The unified AI framework matures into a production-ready powerhouse with concurrent tool execution and Rails-native instrumentation.

Rachel Goldstein
Rachel Goldstein
Dev Tools Editor · Jun 24, 2026 · 5 min read
RubyLLM 1.16: Bringing Sanity to the Ruby AI Stack

For the past few years, developers building AI-powered applications have faced a frustrating choice. They could either swim in the bloated, un-pythonic waters of LangChain, or they could wrestle with a chaotic mess of vendor-specific SDKs, each with its own response formats, retry logic, and architectural quirks. For Ruby developers, the situation was even worse. Often treated as second-class citizens in the AI ecosystem, Rubyists were left to write custom HTTP wrappers or rely on thin, poorly maintained gems.

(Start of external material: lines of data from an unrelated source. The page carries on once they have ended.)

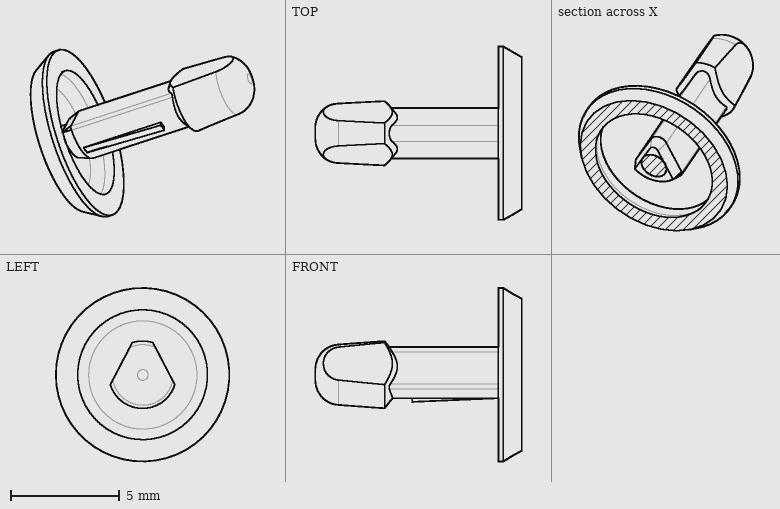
import cadquery as cq
import math

total_length = 9.54

plate_radius = 4.01
plate_back_radius = 3.51
plate_thickness = 1.09
plate_rim = 0.23
recess_radius = 3.0
recess_depth = 0.99
recess_fillet = 0.5
plate_front = total_length - plate_thickness
recess_floor = plate_front + recess_depth

tip_radius = 0.25
nose_radius = 1.15
head_taper = math.radians(4.2)
head_shoulder = 3.21
shoulder_slope = 1.25
head_back_radius = 0.48

flat_tilt = math.radians(27.6)
head_flat_distance = 1.11
shaft_flat_distance = 0.82

shaft_start = 2.29
taper_start = 8.62
taper_length = 0.57
taper_inset = 0.2
shaft_bottom = -1.09
bottom_arc_radius = 1.62
top_fillet = 0.42
side_fillet = 0.19
neck_radius = 0.63

fin_start = 4.47
fin_tip = -1.26
fin_width = 0.38
fin_bury = 0.19
fin_root = shaft_bottom + fin_bury


def revolve_about_x(profile):
    return profile.close().revolve(360, (0, 0, 0), (1, 0, 0))


def flat_peak(distance):
    """Height Z where the two slanted flats would meet above the axis."""
    return distance / math.sin(flat_tilt)


def nose_point(angle):
    """Point on the nose arc, its angle measured forward from straight outward."""
    return (
        nose_radius * (1 - math.sin(angle)),
        tip_radius + nose_radius * math.cos(angle),
    )


def make_head():
    nose_end = nose_point(head_taper)
    nose_middle = nose_point((head_taper + math.pi / 2) / 2)
    shoulder_radius = nose_end[1] + (head_shoulder - nose_end[0]) * math.tan(head_taper)
    head_end = head_shoulder + (shoulder_radius - head_back_radius) / shoulder_slope
    body = revolve_about_x(
        cq.Workplane("XY")
        .lineTo(0, tip_radius)
        .threePointArc(nose_middle, nose_end)
        .lineTo(head_shoulder, shoulder_radius)
        .lineTo(head_end, head_back_radius)
        .lineTo(head_end, 0)
    )
    base_z = -2 * shoulder_radius
    base_y = (head_flat_distance - base_z * math.sin(flat_tilt)) / math.cos(flat_tilt)
    envelope = (
        cq.Workplane("YZ")
        .moveTo(0, flat_peak(head_flat_distance))
        .lineTo(base_y, base_z)
        .lineTo(-base_y, base_z)
        .close()
        .extrude(head_end)
    )
    return body.intersect(envelope)


def make_shaft():
    arc_center = shaft_bottom + bottom_arc_radius
    center_gap = shaft_flat_distance - arc_center * math.sin(flat_tilt)
    corner_angle = flat_tilt - math.acos(center_gap / bottom_arc_radius)
    corner_y = bottom_arc_radius * math.cos(corner_angle)
    corner_z = arc_center + bottom_arc_radius * math.sin(corner_angle)
    bar = (
        cq.Workplane("YZ", origin=(shaft_start, 0, 0))
        .moveTo(0, flat_peak(shaft_flat_distance))
        .lineTo(corner_y, corner_z)
        .threePointArc((0, shaft_bottom), (-corner_y, corner_z))
        .close()
        .extrude(taper_start - shaft_start)
    )
    bar = bar.edges("|X").edges(">Z").fillet(top_fillet)
    bar = bar.edges("|X").edges("<Y or >Y").fillet(side_fillet)
    taper_angle = math.degrees(math.atan2(taper_inset, taper_length))
    tapered_end = (
        bar.faces(">X").wires().toPending().workplane()
        .extrude(taper_length, taper=taper_angle, combine=False)
    )
    neck_length = recess_floor - taper_start + (total_length - recess_floor) / 2
    neck = cq.Workplane("YZ", origin=(taper_start, 0, 0)).circle(neck_radius).extrude(neck_length)
    return bar.union(tapered_end).union(neck)


def make_fin():
    return (
        cq.Workplane("XZ")
        .moveTo(fin_start, fin_root)
        .lineTo(fin_start, fin_tip)
        .lineTo(plate_front, shaft_bottom)
        .lineTo(plate_front, fin_root)
        .close()
        .extrude(fin_width / 2, both=True)
    )


def make_plate():
    disc = revolve_about_x(
        cq.Workplane("XY")
        .moveTo(plate_front, 0)
        .lineTo(plate_front, plate_radius)
        .lineTo(plate_front + plate_rim, plate_radius)
        .lineTo(total_length, plate_back_radius)
        .lineTo(total_length, 0)
    )
    recess = (
        cq.Workplane("YZ", origin=(plate_front, 0, 0))
        .circle(recess_radius)
        .extrude(recess_depth)
        .faces(">X").edges().fillet(recess_fillet)
    )
    return disc.cut(recess)


result = make_plate().union(make_shaft()).union(make_fin()).union(make_head())

Enter RubyLLM. Created by Carmine Paolino, the framework has quietly amassed over 9 million downloads on RubyGems by offering a clean, idiomatic, and unified interface for OpenAI, Anthropic, Gemini, DeepSeek, Ollama, and more.

With the release of version 1.16, RubyLLM graduates from a convenient developer-experience wrapper to a serious production-grade tool. By introducing concurrent tool execution, native Rails-style instrumentation, and comprehensive custom API base configurations, this release directly addresses the performance, observability, and security requirements of enterprise applications.

The Anti-Bloat Philosophy

Many AI orchestration frameworks suffer from dependency creep. They pull in hundreds of transitive packages, slowing down boot times and introducing massive security attack surfaces. RubyLLM takes the opposite approach. It relies on a remarkably lean footprint, utilizing only a few core runtime dependencies including Faraday, Zeitwerk, and Marcel.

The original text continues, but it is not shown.